Because the proposed transaction involves only an indirect change in ownership of stock and exchanges, it does not constitute a "project" under the California Environmental Quality Act ("CEQA"). The application does not request authority for new construction, nor will it result in any changes to the current use of assets. Accordingly, there is no possibility of any significant environmental impact associated with the joint application, and no CEQA review is necessary.

The proposed transaction will not reduce retail or wholesale competition and, indeed, will expand it. In California as in other states, none of the local exchanges being acquired by Frontier from Verizon overlap with any of the local exchanges already served by Frontier. Frontier and Verizon do not currently compete for customers in any of the affected exchanges as Frontier operates neither local exchange nor mobile facilities in these areas; therefore, the transaction will not reduce the number of competitors in any region. Once the transfer is complete, Verizon will continue competing in the affected areas by providing wireless services, enterprise services, and long distance services.

Because the transaction will result in no adverse consequences to customers, employees, shareholders, or the public in California, no mitigation measures are needed. We grant the application.

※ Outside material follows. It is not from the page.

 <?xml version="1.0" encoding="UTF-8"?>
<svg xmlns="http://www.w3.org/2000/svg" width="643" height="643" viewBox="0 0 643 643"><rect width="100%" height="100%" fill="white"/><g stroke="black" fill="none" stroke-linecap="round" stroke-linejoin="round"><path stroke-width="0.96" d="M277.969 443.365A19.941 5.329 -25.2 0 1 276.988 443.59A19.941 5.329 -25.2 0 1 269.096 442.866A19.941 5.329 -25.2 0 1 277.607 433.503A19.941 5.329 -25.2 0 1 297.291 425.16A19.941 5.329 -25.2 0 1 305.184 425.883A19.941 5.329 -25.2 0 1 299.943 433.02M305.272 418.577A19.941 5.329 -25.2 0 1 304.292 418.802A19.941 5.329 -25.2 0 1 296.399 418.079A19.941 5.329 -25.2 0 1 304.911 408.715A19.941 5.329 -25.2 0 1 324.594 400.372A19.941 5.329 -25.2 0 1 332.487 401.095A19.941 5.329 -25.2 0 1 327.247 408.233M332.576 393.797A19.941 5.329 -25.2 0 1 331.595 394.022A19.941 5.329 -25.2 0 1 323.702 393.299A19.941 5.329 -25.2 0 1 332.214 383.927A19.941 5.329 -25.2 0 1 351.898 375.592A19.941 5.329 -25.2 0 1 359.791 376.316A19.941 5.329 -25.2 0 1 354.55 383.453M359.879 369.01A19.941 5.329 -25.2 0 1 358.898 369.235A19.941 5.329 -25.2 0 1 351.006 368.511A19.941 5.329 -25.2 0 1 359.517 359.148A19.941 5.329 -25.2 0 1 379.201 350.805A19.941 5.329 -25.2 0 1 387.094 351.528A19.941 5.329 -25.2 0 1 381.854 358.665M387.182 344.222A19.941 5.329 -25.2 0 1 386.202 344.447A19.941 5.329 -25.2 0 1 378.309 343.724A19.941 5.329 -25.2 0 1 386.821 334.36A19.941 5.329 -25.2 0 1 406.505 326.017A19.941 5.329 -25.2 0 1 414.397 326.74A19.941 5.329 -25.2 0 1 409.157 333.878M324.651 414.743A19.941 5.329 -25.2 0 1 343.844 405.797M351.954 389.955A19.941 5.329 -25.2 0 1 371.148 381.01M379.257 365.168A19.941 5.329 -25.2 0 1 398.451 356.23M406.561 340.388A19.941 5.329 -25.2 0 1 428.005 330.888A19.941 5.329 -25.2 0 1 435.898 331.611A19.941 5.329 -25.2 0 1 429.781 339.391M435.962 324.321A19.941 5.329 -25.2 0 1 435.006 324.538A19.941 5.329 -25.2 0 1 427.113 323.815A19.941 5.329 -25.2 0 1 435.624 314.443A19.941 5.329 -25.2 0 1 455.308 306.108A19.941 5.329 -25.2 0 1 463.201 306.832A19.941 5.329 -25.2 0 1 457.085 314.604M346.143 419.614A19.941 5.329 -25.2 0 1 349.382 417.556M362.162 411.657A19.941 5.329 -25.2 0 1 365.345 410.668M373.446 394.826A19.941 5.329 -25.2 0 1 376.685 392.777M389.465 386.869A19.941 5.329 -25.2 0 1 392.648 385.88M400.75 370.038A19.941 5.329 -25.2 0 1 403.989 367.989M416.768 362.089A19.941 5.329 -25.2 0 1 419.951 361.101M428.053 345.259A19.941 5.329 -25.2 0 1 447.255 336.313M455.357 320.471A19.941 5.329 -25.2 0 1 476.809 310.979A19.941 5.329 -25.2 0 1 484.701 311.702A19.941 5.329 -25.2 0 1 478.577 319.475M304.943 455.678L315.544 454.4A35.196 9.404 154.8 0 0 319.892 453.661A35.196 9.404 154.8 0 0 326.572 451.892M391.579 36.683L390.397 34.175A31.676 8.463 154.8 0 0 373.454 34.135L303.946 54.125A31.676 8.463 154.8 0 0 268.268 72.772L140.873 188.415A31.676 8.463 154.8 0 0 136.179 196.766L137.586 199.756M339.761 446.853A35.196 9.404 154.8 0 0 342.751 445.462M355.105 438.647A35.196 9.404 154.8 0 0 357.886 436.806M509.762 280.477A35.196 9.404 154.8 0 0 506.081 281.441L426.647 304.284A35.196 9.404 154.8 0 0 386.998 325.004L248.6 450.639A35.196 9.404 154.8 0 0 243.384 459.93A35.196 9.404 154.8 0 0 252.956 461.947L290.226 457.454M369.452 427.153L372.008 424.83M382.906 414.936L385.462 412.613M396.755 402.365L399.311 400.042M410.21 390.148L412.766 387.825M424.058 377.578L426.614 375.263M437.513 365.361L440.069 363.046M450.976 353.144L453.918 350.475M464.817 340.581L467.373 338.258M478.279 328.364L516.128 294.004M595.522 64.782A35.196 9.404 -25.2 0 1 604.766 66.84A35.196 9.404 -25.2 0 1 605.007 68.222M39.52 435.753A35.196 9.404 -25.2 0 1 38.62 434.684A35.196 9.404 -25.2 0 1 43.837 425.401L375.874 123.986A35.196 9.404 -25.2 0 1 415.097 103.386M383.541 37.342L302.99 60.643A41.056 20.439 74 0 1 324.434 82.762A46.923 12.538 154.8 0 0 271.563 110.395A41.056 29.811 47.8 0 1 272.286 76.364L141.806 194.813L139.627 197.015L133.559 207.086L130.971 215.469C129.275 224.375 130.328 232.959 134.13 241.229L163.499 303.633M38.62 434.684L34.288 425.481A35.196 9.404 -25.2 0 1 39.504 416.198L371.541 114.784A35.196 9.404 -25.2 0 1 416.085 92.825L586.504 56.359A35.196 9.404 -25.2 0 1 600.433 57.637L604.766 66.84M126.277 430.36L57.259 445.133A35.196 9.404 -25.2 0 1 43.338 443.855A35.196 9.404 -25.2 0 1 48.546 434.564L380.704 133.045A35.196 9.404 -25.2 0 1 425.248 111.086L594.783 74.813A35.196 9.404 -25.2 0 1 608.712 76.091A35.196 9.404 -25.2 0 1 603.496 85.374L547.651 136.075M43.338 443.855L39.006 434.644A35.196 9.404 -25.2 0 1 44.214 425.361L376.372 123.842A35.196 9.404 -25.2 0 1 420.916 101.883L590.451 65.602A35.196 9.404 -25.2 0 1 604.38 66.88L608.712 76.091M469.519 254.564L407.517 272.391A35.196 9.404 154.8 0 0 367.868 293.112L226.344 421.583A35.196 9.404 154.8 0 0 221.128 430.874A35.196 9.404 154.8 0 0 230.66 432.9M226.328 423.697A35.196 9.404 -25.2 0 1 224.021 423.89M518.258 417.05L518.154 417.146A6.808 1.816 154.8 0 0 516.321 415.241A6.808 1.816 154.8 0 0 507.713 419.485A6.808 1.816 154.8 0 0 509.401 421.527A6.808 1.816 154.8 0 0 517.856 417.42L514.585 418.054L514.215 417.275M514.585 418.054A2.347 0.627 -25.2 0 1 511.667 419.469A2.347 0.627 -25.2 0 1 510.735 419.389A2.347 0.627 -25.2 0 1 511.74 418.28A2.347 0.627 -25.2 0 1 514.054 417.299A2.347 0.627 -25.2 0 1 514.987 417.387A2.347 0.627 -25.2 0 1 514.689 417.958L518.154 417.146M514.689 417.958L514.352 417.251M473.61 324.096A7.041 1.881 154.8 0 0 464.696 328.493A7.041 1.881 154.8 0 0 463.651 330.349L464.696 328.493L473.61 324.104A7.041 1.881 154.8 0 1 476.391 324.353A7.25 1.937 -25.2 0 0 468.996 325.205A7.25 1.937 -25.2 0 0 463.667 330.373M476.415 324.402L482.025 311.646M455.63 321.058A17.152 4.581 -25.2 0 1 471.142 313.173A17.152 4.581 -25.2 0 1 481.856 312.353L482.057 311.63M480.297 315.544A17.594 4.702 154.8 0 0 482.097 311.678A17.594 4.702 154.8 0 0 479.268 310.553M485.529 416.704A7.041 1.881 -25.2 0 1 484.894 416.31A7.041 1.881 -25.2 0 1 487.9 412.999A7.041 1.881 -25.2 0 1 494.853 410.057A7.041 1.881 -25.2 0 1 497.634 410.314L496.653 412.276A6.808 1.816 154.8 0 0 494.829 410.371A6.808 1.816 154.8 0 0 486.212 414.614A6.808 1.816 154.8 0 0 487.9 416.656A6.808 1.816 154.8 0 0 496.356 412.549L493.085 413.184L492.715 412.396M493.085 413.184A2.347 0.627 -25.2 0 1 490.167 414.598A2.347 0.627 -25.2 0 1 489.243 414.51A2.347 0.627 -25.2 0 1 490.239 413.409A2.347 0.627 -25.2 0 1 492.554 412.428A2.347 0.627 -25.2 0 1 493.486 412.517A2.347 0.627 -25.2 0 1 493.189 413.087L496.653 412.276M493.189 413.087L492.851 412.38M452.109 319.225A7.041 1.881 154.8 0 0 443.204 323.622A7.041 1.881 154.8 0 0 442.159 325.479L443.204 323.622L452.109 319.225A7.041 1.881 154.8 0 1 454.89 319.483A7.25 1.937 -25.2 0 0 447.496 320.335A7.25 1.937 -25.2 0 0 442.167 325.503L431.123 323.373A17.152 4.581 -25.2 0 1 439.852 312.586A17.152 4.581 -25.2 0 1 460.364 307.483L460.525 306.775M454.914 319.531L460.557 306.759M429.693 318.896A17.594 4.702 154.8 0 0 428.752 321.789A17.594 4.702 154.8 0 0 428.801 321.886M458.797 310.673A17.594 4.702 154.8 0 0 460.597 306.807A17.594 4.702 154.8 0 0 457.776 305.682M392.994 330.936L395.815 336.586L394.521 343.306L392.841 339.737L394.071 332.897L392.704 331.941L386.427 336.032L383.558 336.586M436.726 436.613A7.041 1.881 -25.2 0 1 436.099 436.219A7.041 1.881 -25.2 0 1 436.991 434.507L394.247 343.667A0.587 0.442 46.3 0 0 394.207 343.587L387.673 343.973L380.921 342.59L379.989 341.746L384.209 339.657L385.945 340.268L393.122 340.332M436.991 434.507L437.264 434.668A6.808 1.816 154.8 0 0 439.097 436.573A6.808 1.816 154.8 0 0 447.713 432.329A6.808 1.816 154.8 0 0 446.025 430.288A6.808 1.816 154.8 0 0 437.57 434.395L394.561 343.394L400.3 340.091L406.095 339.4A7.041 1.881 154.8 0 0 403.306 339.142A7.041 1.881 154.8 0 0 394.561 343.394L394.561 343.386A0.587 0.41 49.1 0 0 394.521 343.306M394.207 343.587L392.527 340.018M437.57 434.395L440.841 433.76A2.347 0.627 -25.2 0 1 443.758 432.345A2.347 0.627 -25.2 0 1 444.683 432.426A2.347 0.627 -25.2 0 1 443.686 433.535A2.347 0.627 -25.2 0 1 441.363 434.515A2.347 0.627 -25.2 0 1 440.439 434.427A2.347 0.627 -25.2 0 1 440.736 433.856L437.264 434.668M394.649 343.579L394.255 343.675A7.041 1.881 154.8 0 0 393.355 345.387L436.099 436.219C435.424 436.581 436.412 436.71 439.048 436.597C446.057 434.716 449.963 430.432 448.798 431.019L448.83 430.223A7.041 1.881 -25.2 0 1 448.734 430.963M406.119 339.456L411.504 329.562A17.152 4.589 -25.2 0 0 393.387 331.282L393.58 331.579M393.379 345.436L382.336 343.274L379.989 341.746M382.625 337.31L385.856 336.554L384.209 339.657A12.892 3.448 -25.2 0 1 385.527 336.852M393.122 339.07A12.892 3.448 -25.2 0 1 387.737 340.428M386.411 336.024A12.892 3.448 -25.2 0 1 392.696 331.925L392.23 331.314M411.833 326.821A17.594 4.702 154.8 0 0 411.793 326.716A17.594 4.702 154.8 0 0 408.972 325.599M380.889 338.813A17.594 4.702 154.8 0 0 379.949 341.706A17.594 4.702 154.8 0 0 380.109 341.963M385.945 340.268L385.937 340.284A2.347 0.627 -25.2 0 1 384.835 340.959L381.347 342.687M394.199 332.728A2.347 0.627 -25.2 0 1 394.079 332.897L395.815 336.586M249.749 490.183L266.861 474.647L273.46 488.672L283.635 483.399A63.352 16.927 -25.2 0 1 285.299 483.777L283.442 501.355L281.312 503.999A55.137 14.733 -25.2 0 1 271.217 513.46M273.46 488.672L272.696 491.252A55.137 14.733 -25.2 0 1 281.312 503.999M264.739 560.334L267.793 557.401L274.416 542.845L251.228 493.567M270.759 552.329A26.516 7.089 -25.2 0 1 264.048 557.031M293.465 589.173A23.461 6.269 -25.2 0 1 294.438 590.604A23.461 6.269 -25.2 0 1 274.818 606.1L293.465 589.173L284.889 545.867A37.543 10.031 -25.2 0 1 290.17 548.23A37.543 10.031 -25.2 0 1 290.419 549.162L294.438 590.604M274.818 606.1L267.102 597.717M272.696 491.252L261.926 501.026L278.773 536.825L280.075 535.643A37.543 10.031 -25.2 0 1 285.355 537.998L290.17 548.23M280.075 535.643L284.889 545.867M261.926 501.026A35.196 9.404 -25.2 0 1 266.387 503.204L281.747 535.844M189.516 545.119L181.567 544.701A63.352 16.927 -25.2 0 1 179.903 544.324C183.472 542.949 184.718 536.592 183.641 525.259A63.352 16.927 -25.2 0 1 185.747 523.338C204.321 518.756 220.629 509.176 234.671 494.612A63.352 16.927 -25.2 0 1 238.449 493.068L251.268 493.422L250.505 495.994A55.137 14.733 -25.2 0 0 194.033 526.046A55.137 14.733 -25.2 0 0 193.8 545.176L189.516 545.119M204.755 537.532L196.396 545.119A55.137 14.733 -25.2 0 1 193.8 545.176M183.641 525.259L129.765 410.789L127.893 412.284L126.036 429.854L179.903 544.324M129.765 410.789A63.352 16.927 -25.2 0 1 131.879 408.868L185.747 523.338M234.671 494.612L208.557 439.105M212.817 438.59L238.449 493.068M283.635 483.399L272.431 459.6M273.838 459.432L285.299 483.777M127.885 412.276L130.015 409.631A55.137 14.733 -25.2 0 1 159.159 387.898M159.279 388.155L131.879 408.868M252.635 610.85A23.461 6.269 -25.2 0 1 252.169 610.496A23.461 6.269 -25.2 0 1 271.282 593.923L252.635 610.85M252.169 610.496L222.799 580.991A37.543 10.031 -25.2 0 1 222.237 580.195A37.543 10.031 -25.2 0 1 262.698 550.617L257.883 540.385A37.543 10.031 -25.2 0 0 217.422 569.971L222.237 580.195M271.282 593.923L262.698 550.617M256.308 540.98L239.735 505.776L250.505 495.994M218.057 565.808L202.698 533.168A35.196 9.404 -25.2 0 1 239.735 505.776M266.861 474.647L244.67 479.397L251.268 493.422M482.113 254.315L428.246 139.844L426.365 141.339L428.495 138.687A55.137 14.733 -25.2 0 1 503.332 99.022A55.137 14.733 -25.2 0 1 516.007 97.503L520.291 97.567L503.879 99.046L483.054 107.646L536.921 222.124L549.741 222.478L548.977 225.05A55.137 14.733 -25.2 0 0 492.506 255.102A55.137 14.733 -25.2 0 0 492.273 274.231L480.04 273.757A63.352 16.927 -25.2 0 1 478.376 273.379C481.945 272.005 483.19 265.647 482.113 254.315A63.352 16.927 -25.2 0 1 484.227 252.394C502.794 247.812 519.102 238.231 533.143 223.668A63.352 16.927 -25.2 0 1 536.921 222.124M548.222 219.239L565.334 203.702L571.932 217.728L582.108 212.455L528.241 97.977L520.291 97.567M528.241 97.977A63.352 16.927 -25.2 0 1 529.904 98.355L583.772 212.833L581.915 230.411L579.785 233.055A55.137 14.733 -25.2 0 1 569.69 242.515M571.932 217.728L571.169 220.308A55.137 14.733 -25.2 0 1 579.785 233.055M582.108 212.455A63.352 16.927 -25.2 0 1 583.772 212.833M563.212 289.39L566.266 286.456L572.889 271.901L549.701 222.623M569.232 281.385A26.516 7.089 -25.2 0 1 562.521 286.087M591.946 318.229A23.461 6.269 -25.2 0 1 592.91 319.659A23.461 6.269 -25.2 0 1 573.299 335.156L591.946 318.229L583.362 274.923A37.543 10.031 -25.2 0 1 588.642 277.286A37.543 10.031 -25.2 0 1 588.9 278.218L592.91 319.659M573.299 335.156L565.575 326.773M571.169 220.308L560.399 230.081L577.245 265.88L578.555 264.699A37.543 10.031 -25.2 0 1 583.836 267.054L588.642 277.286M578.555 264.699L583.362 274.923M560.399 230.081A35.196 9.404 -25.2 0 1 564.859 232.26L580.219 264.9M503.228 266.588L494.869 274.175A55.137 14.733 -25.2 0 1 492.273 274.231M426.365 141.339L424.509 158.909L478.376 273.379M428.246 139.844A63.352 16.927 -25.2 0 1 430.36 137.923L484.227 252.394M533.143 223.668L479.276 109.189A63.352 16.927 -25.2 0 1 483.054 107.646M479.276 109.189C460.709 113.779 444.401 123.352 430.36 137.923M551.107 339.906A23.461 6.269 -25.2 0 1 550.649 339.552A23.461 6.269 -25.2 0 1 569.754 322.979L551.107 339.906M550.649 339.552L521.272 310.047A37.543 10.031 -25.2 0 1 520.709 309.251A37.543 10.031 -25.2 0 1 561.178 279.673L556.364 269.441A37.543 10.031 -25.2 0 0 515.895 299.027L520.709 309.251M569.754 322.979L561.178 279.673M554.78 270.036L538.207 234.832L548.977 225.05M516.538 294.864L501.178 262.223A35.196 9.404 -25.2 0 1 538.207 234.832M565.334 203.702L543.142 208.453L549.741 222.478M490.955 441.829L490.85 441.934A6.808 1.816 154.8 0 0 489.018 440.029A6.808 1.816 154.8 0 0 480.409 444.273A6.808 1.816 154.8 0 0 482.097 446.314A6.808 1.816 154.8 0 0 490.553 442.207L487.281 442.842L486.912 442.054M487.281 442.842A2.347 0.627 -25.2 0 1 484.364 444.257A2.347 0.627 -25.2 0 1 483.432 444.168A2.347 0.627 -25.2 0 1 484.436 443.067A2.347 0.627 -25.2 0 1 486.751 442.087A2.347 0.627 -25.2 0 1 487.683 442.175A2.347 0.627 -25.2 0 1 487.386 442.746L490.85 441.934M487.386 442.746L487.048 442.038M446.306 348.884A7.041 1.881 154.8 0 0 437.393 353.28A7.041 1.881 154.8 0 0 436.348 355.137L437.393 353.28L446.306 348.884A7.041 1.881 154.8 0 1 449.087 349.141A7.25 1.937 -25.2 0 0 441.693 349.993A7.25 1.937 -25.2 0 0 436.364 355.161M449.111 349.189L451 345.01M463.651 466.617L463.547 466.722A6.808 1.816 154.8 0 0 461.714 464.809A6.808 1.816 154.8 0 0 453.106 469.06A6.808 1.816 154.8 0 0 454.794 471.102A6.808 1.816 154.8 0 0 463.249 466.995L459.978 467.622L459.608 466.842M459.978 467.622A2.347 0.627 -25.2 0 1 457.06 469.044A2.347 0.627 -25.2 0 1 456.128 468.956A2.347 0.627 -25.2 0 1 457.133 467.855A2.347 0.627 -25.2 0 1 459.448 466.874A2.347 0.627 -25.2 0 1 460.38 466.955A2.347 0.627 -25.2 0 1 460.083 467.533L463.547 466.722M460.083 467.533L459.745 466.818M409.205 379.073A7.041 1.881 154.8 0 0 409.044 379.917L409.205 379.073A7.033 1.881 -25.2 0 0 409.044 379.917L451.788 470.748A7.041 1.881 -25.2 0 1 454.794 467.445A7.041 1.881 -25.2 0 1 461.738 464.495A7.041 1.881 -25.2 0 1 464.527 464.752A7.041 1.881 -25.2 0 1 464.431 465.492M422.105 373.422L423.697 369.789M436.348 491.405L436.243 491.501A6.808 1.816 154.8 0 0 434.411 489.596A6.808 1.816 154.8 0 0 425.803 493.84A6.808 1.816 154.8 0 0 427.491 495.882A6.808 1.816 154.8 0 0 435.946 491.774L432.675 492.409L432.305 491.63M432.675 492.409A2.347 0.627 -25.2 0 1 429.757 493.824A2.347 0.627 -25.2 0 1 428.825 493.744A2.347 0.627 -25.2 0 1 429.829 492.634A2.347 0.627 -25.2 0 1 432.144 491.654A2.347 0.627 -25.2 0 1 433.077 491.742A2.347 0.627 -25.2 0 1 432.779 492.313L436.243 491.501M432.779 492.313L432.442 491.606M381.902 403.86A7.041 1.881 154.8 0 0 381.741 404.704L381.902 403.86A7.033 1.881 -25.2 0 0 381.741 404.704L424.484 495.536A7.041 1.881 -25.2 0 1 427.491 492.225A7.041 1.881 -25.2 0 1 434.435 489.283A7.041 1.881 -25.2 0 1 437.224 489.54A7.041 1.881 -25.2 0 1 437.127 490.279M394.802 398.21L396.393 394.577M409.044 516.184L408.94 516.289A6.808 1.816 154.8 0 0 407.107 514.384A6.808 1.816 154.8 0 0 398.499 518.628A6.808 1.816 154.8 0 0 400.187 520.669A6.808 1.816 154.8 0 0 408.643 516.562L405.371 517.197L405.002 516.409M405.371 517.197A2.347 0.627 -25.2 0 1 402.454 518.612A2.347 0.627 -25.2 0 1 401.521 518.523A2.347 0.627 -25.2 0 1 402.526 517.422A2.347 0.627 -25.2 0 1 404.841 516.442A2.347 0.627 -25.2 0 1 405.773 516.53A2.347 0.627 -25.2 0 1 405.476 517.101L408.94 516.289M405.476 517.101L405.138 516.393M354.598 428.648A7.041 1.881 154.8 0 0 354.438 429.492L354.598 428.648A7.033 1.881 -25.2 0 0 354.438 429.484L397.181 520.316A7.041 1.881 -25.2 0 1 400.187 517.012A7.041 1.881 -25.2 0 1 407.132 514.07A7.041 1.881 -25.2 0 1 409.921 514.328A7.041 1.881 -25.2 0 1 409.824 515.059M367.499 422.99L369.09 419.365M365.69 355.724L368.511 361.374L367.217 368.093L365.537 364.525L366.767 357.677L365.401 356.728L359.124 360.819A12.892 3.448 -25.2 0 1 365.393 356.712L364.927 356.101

7 D.07-05-061 (CalNev Pipeline) at 24.

8 See D.04-08-018 (SureWest reincorporation); D.04-09-023 (Comm South/Arbros);
D.05-05-014 (Cal-Ore Telephone/Lynch Interactive); D.05-06-012 (Supra Telecommunications); D.05-08-006 (Highspeed Communications/Northwest Telephone); D.06-02-033 (PacifiCorp).

9 In addition to serving rural areas, Frontier also has experience serving mid-size communities including Elk Grove, California; the South Metro of Minneapolis/St. Paul, Minnesota; and Rochester, New York.

10 Currently, Frontier Communication's leverage is approximately 3.8 x EBITDA; after the transaction, its leverage will be reduced to 2.6 x EBITDA. (EBITDA is earnings before interest, taxes, depreciation, and amortization.)